Устанавливая буровую, мы наслаждались не только чудесным окрестным видом, с плавающими в пруду гусями и небольшим тёмным ельником на другом берегу, но и чистым, влажноватым воздухом.
Уже под вечер, когда все работы по установке буровой и её обустройству были закончены, а дежурный приступил к готовке ужина, я примостился на дамбе отдохнуть. А заодно и полюбоваться окрестным видом. Вода в большом пруду отливала красноватыми отблесками и казалась масляничной и тяжёлой. И по этой «плотной» воде, как по льду, неспешно скользили похожие на небольшие сугробы гуси, то и дело, погружая в воду, недалеко от берега, свои небольшие головы на гибких сильных шеях.
– На красных лапках гусь тяжёлый, Задумав плыть по лону вод, Ступает бережно на лёд, Скользит и падает; весёлый Мелькает, вьётся первый снег, Звездами падает на брег… – припомнилось мне из «Евгения Онегина», словно и сам я находился сейчас не на буровой, а в родовом имении. И ещё мне подумалось, как должно быть хорошо на этом пруду зимой ребятне. И снова припомнился Пушкин: «Мальчишек радостный народ коньками звучно режет лёд».

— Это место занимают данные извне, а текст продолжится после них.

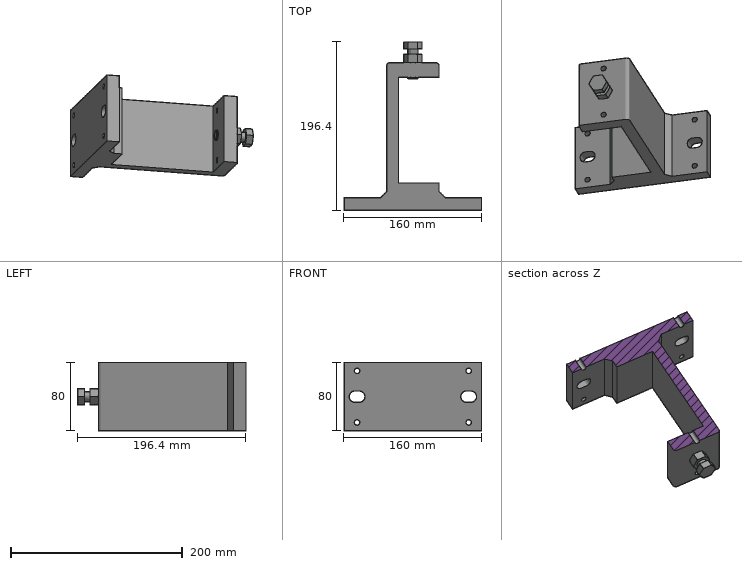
import cadquery as cq
import math

base_width = 160.0
height = 80.0
base_thickness = 15.0

hook_width = 61.3
web_thickness = 14.0
pad_top = 32.0
base_chamfer = 7.0
arm_inner = 155.2
arm_outer = 172.2
arm_corner_radius = 4.0

pin_diameter = 6.0
pin_spacing_x = 130.0
pin_spacing_z = 60.1
slot_length = 18.0
slot_width = 13.0

bolt_diameter = 12.0
across_flats = 18.9
nut_thickness = 9.8
head_bottom = 188.2
bolt_top = 196.4
bolt_tip = 153.2
tip_chamfer = 0.8
hex_corner_chamfer = 0.5

across_corners = across_flats / math.cos(math.pi / 6)


def plane_at(y):
    """XZ sketch plane at the given Y; extrusion goes towards +Y."""
    return cq.Workplane(cq.Plane(origin=(0, y, 0), xDir=(1, 0, 0), normal=(0, 1, 0)))


def make_bracket():
    half_base = base_width / 2
    half_hook = hook_width / 2
    half_foot = half_hook + base_chamfer
    web_inner = web_thickness - half_hook
    chamfer_top = base_thickness + base_chamfer
    profile = [
        (-half_base, 0),
        (half_base, 0),
        (half_base, base_thickness),
        (half_foot, base_thickness),
        (half_hook, chamfer_top),
        (half_hook, pad_top),
        (web_inner, pad_top),
        (web_inner, arm_inner),
        (half_hook, arm_inner),
        (half_hook, arm_outer),
        (-half_hook, arm_outer),
        (-half_hook, chamfer_top),
        (-half_foot, base_thickness),
        (-half_base, base_thickness),
    ]
    body = cq.Workplane("XY").polyline(profile).close().extrude(height / 2, both=True)
    return body.faces(">Y").edges("|Z").fillet(arm_corner_radius)


def base_holes():
    pins = (
        plane_at(0)
        .rarray(pin_spacing_x, pin_spacing_z, 2, 2)
        .circle(pin_diameter / 2)
        .extrude(base_thickness)
    )
    slots = (
        plane_at(0)
        .rarray(pin_spacing_x, 2, 2, 1)
        .slot2D(slot_length, slot_width)
        .extrude(base_thickness)
    )
    return pins.union(slots)


def arm_holes():
    return (
        plane_at(arm_inner)
        .rarray(2, pin_spacing_z, 1, 2)
        .circle(pin_diameter / 2)
        .extrude(arm_outer - arm_inner)
    )


def hexagon(bottom, top, chamfered_faces):
    """Hexagonal prism with corners along X, turned down at the given end faces."""
    length = top - bottom
    prism = plane_at(bottom).polygon(6, across_corners).extrude(length)
    turned = plane_at(bottom).circle(across_corners / 2).extrude(length)
    turned = turned.faces(chamfered_faces).chamfer(hex_corner_chamfer)
    return prism.intersect(turned)


def make_bolt():
    shank = plane_at(bolt_tip).circle(bolt_diameter / 2).extrude(head_bottom - bolt_tip)
    shank = shank.faces("<Y").chamfer(tip_chamfer)
    head = hexagon(head_bottom, bolt_top, ">Y")
    nut = hexagon(arm_outer, arm_outer + nut_thickness, "<Y or >Y")
    return shank.union(head).union(nut)


result = make_bracket().cut(base_holes()).cut(arm_holes()).union(make_bolt())
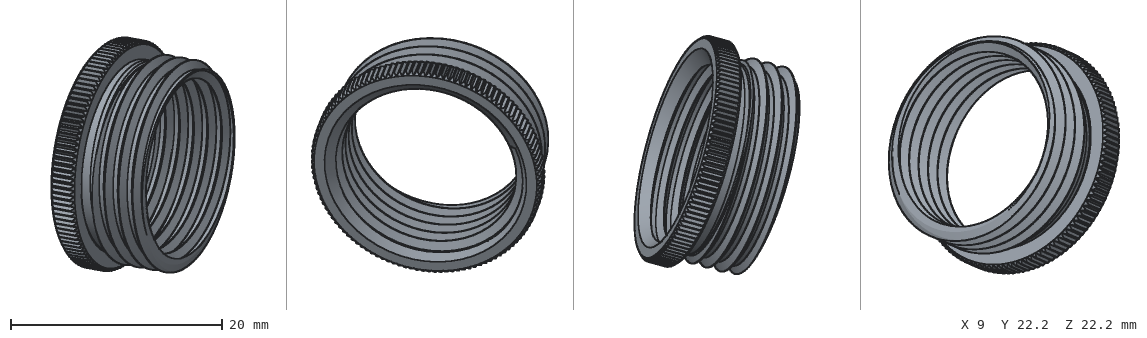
import cadquery as cq
import math

total_length = 9.0
head_length = 2.5
thread_start = 4.0
body_diameter = 18.71
bore_diameter = 17.0
bore_mouth_diameter = 19.55

knurl_count = 120
knurl_tip_radius = 11.095
knurl_root_radius = 10.77
knurl_tip_width = 0.1

pitch = 1.5
thread_depth = 0.8125
flank_angle = 30.0
crest_width = 0.1
external_crest_start = 3.4
external_start_angle = 156.0
end_bevel_length = 0.22
groove_start = 0.56
groove_start_angle = 247.6
groove_root_width = 0.46

body_radius = body_diameter / 2
bore_radius = bore_diameter / 2
mouth_radius = bore_mouth_diameter / 2
knurl_depth = knurl_tip_radius - knurl_root_radius
band_inner_radius = 10.4
seam_tolerance = 0.001
overlap = 0.02


def cylinder(radius, start, end):
    return cq.Workplane("XY").workplane(offset=start).circle(radius).extrude(end - start)


def helical_ridge(base_radius, tip_radius, tip_width, start, start_angle):
    """Trapezoid swept along a helix from `start` until it has passed the end of the ring."""
    turns = math.ceil((total_length - start) / pitch) + 1
    outward = math.copysign(1, tip_radius - base_radius)
    base_radius -= outward * overlap
    spread = abs(tip_radius - base_radius) * math.tan(math.radians(flank_angle))
    half_tip = tip_width / 2
    half_base = half_tip + spread
    helix = cq.Wire.makeHelix(pitch, pitch * turns, base_radius)
    profile = cq.Workplane("XZ").polyline([
        (base_radius, -half_base),
        (tip_radius, -half_tip),
        (tip_radius, half_tip),
        (base_radius, half_base),
    ]).close()
    ridge = profile.sweep(cq.Workplane(obj=helix), isFrenet=True)
    return ridge.rotate((0, 0, 0), (0, 0, 1), start_angle).translate((0, 0, start))


def knurled_head():
    head = cylinder(knurl_tip_radius, 0, head_length).edges().chamfer(knurl_depth)
    step = 2 * math.pi / knurl_count
    half_tip_angle = knurl_tip_width / 2 / knurl_tip_radius
    points = []
    for index in range(knurl_count):
        root_angle = index * step
        points.append((knurl_root_radius, root_angle))
        points.append((knurl_tip_radius, root_angle + step / 2 - half_tip_angle))
        points.append((knurl_tip_radius, root_angle + step / 2 + half_tip_angle))
    outline = [(radius * math.cos(angle), radius * math.sin(angle)) for radius, angle in points]
    teeth = cq.Workplane("XY").polyline(outline).close().extrude(head_length)
    return head.intersect(teeth)


def external_thread():
    ridge = helical_ridge(body_radius, body_radius + thread_depth, crest_width,
                          external_crest_start, external_start_angle)
    threaded_length = cylinder(body_radius + 2 * thread_depth, thread_start, total_length)
    threaded_length = threaded_length.faces(">Z").chamfer(2 * end_bevel_length, 2 * thread_depth)
    return ridge.intersect(threaded_length)


def bore_groove():
    return helical_ridge(bore_radius, bore_radius + thread_depth, groove_root_width,
                         groove_start, groove_start_angle)


def bore_mouth():
    depth = mouth_radius - bore_radius
    return cq.Workplane("XY").add(cq.Solid.makeCone(mouth_radius, bore_radius, depth))


def threaded_core():
    core = cylinder(body_radius, 0, total_length)
    core = core.union(cylinder(band_inner_radius, 0, head_length))
    core = core.union(external_thread())
    core = core.cut(cylinder(bore_radius, 0, total_length))
    core = core.cut(bore_mouth())
    return core.cut(bore_groove())


def faces_off_seam(part):
    """All faces of a part except the cylinder where core and knurled band meet."""
    faces = []
    for face in part.faces().vals():
        box = face.BoundingBox()
        on_seam = face.geomType() == "CYLINDER" and abs(box.xmax - band_inner_radius) < seam_tolerance
        if not on_seam:
            faces.append(face)
    return faces


band = knurled_head().cut(cylinder(band_inner_radius, 0, head_length))
skin = cq.Shell.makeShell(faces_off_seam(threaded_core()) + faces_off_seam(band))
ring = cq.Workplane("XY").add(cq.Solid.makeSolid(skin)).clean()

result = ring.rotate((0, 0, 0), (0, 1, 0), 90)
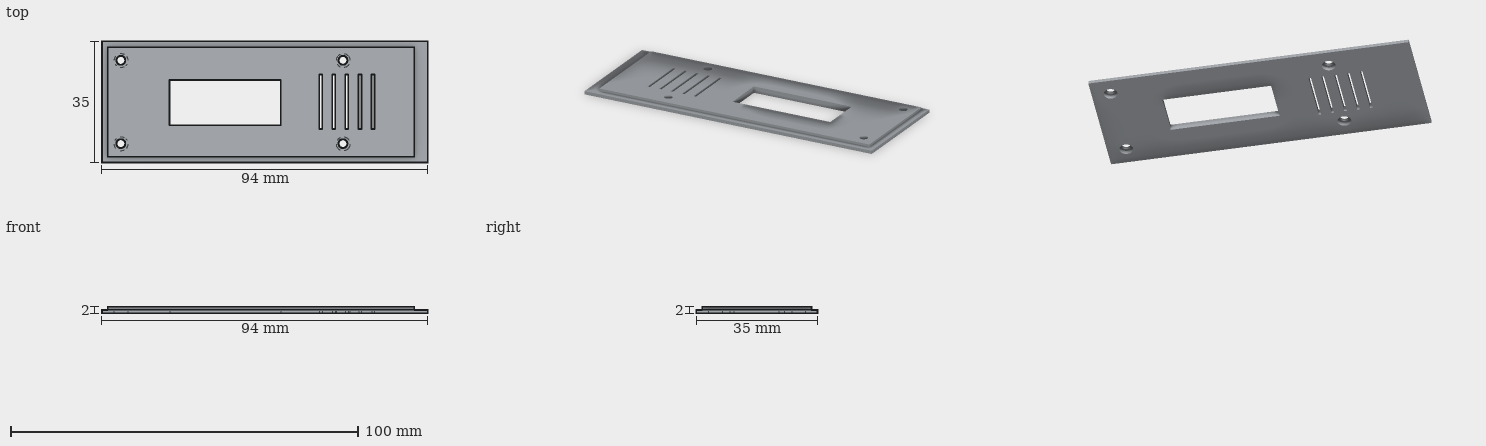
import cadquery as cq

plate_length = 94.0
plate_width = 35.0
plate_thickness = 1.0

pad_thickness = 1.0
rim = 1.7
end_rim = 3.95
pad_length = plate_length - rim - end_rim
pad_width = plate_width - 2 * rim
total_thickness = plate_thickness + pad_thickness

screw_diameter = 2.5
head_diameter = 4.0
head_depth = 1.2
screw_inset = 5.5
screw_spacing_x = 64.0
screw_spacing_y = plate_width - 2 * screw_inset

window_length = 32.0
window_width = 13.0
window_left = 19.57
window_bottom = 10.8

slot_count = 5
slot_width = 0.8
slot_length = 15.65
slot_pitch = 3.775
first_slot_left = 62.67
slot_bottom = 9.75


def block(left, bottom, length, width, base, height):
    """Return a box given by its lower corner and its size."""
    box = cq.Workplane("XY").box(length, width, height, centered=False)
    return box.translate((left, bottom, base))


def opening(left, bottom, length, width):
    """Return a cutter for a rectangular opening through the full thickness."""
    return block(left, bottom, length, width, 0, total_thickness)


def screw_hole(x, y):
    """Return a cutter for a through hole with a head recess in the underside."""
    base = cq.Workplane("XY").center(x, y)
    shank = base.circle(screw_diameter / 2).extrude(total_thickness)
    head = base.circle(head_diameter / 2).extrude(head_depth)
    return shank.union(head)


plate = block(0, 0, plate_length, plate_width, 0, plate_thickness)
pad = block(rim, rim, pad_length, pad_width, plate_thickness, pad_thickness)
body = plate.union(pad)

for x in (screw_inset, screw_inset + screw_spacing_x):
    for y in (screw_inset, screw_inset + screw_spacing_y):
        body = body.cut(screw_hole(x, y))

body = body.cut(opening(window_left, window_bottom, window_length, window_width))

for index in range(slot_count):
    slot_left = first_slot_left + index * slot_pitch
    body = body.cut(opening(slot_left, slot_bottom, slot_width, slot_length))

result = body

Погружённый в свои мысли я и не заметил, как ко мне подошёл бригадир.
– Чего харчиться не идёшь? Святым духом сыт, что ли? – грубовато спросил он.
– Иду, – неохотно отозвался я, поднимаясь с ещё не пожухшей до конца травы, на которой возлежал, как на дружеской пирушке римской знати.
– Я на день-два в Тулун отлучусь. Наряды Галембе сдам, чтоб в управлении успели нам в расчёт этого месяца включить пробуренные метры, – продолжил он. – А вы тут пока обустраивайтесь и, если что (это – «если что» мне совсем не понравилось, да и то, что не я, а мастер участка повезёт наряды в Иркутск – тоже), забуривайтесь без меня. Ты уже спокойно можешь работать самостоятельно, – подбодрил он. – Да и грунты тут повсюду несложные. До конца месяца нам надо все три скважины здесь в Решётах пробурить… – сделав небольшую паузу, он закончил: – Чтобы нормально получить.
Бригадир направился в правление, откуда шофёр председателя колхоза, по предварительной договорённости с начальством, должен был отвезти его
в город, а я побрёл в наш вагончик, чувствуя, что изрядно голоден…
Бригадир не оправдал моих опасений о том, что скважину нам придётся бурить без него. Он вернулся уже на второй день, под вечер. До его приезда мы, правда, уже успели забуриться и пройти почти полторы штанги.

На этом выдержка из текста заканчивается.